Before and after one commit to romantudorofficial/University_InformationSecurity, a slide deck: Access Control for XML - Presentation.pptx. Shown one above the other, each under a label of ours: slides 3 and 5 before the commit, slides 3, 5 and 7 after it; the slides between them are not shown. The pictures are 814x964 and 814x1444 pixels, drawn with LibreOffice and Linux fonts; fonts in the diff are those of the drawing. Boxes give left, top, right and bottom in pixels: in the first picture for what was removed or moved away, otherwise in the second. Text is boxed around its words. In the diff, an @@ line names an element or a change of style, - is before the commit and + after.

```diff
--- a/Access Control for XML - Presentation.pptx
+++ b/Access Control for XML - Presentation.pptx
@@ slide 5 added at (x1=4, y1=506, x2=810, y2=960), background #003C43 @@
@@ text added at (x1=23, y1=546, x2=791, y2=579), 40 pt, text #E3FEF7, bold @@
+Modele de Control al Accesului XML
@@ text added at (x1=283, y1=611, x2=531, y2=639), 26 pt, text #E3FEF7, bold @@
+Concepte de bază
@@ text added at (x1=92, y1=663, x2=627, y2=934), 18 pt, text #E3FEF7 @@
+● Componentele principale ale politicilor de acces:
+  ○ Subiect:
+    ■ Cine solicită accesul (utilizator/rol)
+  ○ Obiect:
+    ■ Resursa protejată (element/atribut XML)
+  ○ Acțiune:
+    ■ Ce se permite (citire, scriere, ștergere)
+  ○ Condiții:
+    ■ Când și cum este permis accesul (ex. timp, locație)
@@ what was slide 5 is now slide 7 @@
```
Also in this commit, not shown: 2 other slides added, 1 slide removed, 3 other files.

### [EXERCISE DESCRIPTION]
Every line that holds the word "bold" should be copied from the listing.

### [REPLY]
@@ text added at (x1=23, y1=546, x2=791, y2=579), 40 pt, text #E3FEF7, bold @@
@@ text added at (x1=283, y1=611, x2=531, y2=639), 26 pt, text #E3FEF7, bold @@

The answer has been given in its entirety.